Dataset entries
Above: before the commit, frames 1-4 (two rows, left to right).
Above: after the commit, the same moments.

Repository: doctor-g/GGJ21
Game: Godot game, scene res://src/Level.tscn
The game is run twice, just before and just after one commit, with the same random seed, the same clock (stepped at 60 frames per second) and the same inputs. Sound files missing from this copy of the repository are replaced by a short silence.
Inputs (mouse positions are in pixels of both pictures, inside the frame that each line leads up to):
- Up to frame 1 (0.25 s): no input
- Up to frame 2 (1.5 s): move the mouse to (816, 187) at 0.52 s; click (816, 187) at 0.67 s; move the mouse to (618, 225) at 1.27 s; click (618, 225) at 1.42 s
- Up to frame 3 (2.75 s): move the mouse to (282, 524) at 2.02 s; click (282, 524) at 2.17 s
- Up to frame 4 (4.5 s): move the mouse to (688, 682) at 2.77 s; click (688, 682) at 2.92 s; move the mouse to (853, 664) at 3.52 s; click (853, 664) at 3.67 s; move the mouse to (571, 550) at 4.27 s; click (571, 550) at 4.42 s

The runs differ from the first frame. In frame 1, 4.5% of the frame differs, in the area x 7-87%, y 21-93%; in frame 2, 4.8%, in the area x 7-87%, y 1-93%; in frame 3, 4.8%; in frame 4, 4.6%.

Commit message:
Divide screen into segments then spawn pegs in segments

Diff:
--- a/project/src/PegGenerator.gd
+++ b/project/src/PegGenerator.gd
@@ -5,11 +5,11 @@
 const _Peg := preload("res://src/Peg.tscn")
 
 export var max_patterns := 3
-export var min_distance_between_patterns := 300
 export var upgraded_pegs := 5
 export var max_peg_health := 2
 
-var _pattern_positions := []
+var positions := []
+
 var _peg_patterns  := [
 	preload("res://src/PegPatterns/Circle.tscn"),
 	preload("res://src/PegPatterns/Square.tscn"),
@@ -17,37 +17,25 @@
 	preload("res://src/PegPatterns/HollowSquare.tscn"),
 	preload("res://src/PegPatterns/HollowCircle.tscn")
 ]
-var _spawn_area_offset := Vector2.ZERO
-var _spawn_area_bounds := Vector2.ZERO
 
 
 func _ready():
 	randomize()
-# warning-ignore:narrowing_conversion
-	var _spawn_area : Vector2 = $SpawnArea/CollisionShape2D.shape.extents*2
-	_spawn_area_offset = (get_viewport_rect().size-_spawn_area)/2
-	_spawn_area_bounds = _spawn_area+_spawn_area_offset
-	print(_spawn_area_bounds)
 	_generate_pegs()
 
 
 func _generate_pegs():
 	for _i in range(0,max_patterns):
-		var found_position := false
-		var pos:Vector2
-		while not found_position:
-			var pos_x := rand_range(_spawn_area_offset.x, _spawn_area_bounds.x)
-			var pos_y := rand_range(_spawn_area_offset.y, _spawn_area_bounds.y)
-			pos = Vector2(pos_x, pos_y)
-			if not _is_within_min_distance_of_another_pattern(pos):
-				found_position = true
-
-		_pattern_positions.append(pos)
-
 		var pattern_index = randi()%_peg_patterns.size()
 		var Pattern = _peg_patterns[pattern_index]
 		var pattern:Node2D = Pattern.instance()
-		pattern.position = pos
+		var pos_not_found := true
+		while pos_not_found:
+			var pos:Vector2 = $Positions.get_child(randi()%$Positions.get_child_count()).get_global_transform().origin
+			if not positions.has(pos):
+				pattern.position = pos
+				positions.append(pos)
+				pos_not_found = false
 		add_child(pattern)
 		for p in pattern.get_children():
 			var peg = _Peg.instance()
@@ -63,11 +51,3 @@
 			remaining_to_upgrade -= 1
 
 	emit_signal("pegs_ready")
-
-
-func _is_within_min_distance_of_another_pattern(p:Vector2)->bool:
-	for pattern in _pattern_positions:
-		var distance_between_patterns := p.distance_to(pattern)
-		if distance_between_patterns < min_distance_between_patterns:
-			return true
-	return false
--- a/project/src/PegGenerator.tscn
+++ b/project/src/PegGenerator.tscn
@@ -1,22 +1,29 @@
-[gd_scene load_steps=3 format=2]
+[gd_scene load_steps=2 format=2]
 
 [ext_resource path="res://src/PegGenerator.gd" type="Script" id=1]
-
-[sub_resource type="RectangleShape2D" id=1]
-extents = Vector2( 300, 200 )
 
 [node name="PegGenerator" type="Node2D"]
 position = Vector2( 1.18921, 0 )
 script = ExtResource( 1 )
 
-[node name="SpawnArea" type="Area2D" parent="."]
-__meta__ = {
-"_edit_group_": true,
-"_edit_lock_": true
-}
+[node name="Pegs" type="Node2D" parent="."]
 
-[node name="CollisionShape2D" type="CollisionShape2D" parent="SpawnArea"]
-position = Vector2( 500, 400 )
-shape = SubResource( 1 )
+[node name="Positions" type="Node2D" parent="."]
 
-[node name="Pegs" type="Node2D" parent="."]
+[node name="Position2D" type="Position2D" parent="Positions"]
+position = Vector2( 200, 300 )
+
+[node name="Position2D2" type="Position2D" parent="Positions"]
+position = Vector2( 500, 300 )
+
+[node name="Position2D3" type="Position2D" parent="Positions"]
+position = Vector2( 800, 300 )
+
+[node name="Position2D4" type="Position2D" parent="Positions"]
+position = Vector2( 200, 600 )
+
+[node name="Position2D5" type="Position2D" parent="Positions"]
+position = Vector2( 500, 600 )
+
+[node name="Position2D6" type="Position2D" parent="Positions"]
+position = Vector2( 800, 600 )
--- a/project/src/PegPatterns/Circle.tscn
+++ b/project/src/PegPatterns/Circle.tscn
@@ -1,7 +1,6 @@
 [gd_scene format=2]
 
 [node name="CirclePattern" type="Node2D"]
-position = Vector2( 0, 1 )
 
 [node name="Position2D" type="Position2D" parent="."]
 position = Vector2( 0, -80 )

▶ _Exercise description_: Please transcribe every entry above exactly as it appears.

▶ _Output for this exercise_:
Above: before the commit, frames 1-4 (two rows, left to right).
Above: after the commit, the same moments.

Repository: doctor-g/GGJ21
Game: Godot game, scene res://src/Level.tscn
The game is run twice, just before and just after one commit, with the same random seed, the same clock (stepped at 60 frames per second) and the same inputs. Sound files missing from this copy of the repository are replaced by a short silence.
Inputs (mouse positions are in pixels of both pictures, inside the frame that each line leads up to):
- Up to frame 1 (0.25 s): no input
- Up to frame 2 (1.5 s): move the mouse to (816, 187) at 0.52 s; click (816, 187) at 0.67 s; move the mouse to (618, 225) at 1.27 s; click (618, 225) at 1.42 s
- Up to frame 3 (2.75 s): move the mouse to (282, 524) at 2.02 s; click (282, 524) at 2.17 s
- Up to frame 4 (4.5 s): move the mouse to (688, 682) at 2.77 s; click (688, 682) at 2.92 s; move the mouse to (853, 664) at 3.52 s; click (853, 664) at 3.67 s; move the mouse to (571, 550) at 4.27 s; click (571, 550) at 4.42 s

The runs differ from the first frame. In frame 1, 4.5% of the frame differs, in the area x 7-87%, y 21-93%; in frame 2, 4.8%, in the area x 7-87%, y 1-93%; in frame 3, 4.8%; in frame 4, 4.6%.

Commit message:
Divide screen into segments then spawn pegs in segments

Diff:
--- a/project/src/PegGenerator.gd
+++ b/project/src/PegGenerator.gd
@@ -5,11 +5,11 @@
 const _Peg := preload("res://src/Peg.tscn")
 
 export var max_patterns := 3
-export var min_distance_between_patterns := 300
 export var upgraded_pegs := 5
 export var max_peg_health := 2
 
-var _pattern_positions := []
+var positions := []
+
 var _peg_patterns  := [
 	preload("res://src/PegPatterns/Circle.tscn"),
 	preload("res://src/PegPatterns/Square.tscn"),
@@ -17,37 +17,25 @@
 	preload("res://src/PegPatterns/HollowSquare.tscn"),
 	preload("res://src/PegPatterns/HollowCircle.tscn")
 ]
-var _spawn_area_offset := Vector2.ZERO
-var _spawn_area_bounds := Vector2.ZERO
 
 
 func _ready():
 	randomize()
-# warning-ignore:narrowing_conversion
-	var _spawn_area : Vector2 = $SpawnArea/CollisionShape2D.shape.extents*2
-	_spawn_area_offset = (get_viewport_rect().size-_spawn_area)/2
-	_spawn_area_bounds = _spawn_area+_spawn_area_offset
-	print(_spawn_area_bounds)
 	_generate_pegs()
 
 
 func _generate_pegs():
 	for _i in range(0,max_patterns):
-		var found_position := false
-		var pos:Vector2
-		while not found_position:
-			var pos_x := rand_range(_spawn_area_offset.x, _spawn_area_bounds.x)
-			var pos_y := rand_range(_spawn_area_offset.y, _spawn_area_bounds.y)
-			pos = Vector2(pos_x, pos_y)
-			if not _is_within_min_distance_of_another_pattern(pos):
-				found_position = true
-
-		_pattern_positions.append(pos)
-
 		var pattern_index = randi()%_peg_patterns.size()
 		var Pattern = _peg_patterns[pattern_index]
 		var pattern:Node2D = Pattern.instance()
-		pattern.position = pos
+		var pos_not_found := true
+		while pos_not_found:
+			var pos:Vector2 = $Positions.get_child(randi()%$Positions.get_child_count()).get_global_transform().origin
+			if not positions.has(pos):
+				pattern.position = pos
+				positions.append(pos)
+				pos_not_found = false
 		add_child(pattern)
 		for p in pattern.get_children():
 			var peg = _Peg.instance()
@@ -63,11 +51,3 @@
 			remaining_to_upgrade -= 1
 
 	emit_signal("pegs_ready")
-
-
-func _is_within_min_distance_of_another_pattern(p:Vector2)->bool:
-	for pattern in _pattern_positions:
-		var distance_between_patterns := p.distance_to(pattern)
-		if distance_between_patterns < min_distance_between_patterns:
-			return true
-	return false
--- a/project/src/PegGenerator.tscn
+++ b/project/src/PegGenerator.tscn
@@ -1,22 +1,29 @@
-[gd_scene load_steps=3 format=2]
+[gd_scene load_steps=2 format=2]
 
 [ext_resource path="res://src/PegGenerator.gd" type="Script" id=1]
-
-[sub_resource type="RectangleShape2D" id=1]
-extents = Vector2( 300, 200 )
 
 [node name="PegGenerator" type="Node2D"]
 position = Vector2( 1.18921, 0 )
 script = ExtResource( 1 )
 
-[node name="SpawnArea" type="Area2D" parent="."]
-__meta__ = {
-"_edit_group_": true,
-"_edit_lock_": true
-}
+[node name="Pegs" type="Node2D" parent="."]
 
-[node name="CollisionShape2D" type="CollisionShape2D" parent="SpawnArea"]
-position = Vector2( 500, 400 )
-shape = SubResource( 1 )
+[node name="Positions" type="Node2D" parent="."]
 
-[node name="Pegs" type="Node2D" parent="."]
+[node name="Position2D" type="Position2D" parent="Positions"]
+position = Vector2( 200, 300 )
+
+[node name="Position2D2" type="Position2D" parent="Positions"]
+position = Vector2( 500, 300 )
+
+[node name="Position2D3" type="Position2D" parent="Positions"]
+position = Vector2( 800, 300 )
+
+[node name="Position2D4" type="Position2D" parent="Positions"]
+position = Vector2( 200, 600 )
+
+[node name="Position2D5" type="Position2D" parent="Positions"]
+position = Vector2( 500, 600 )
+
+[node name="Position2D6" type="Position2D" parent="Positions"]
+position = Vector2( 800, 600 )
--- a/project/src/PegPatterns/Circle.tscn
+++ b/project/src/PegPatterns/Circle.tscn
@@ -1,7 +1,6 @@
 [gd_scene format=2]
 
 [node name="CirclePattern" type="Node2D"]
-position = Vector2( 0, 1 )
 
 [node name="Position2D" type="Position2D" parent="."]
 position = Vector2( 0, -80 )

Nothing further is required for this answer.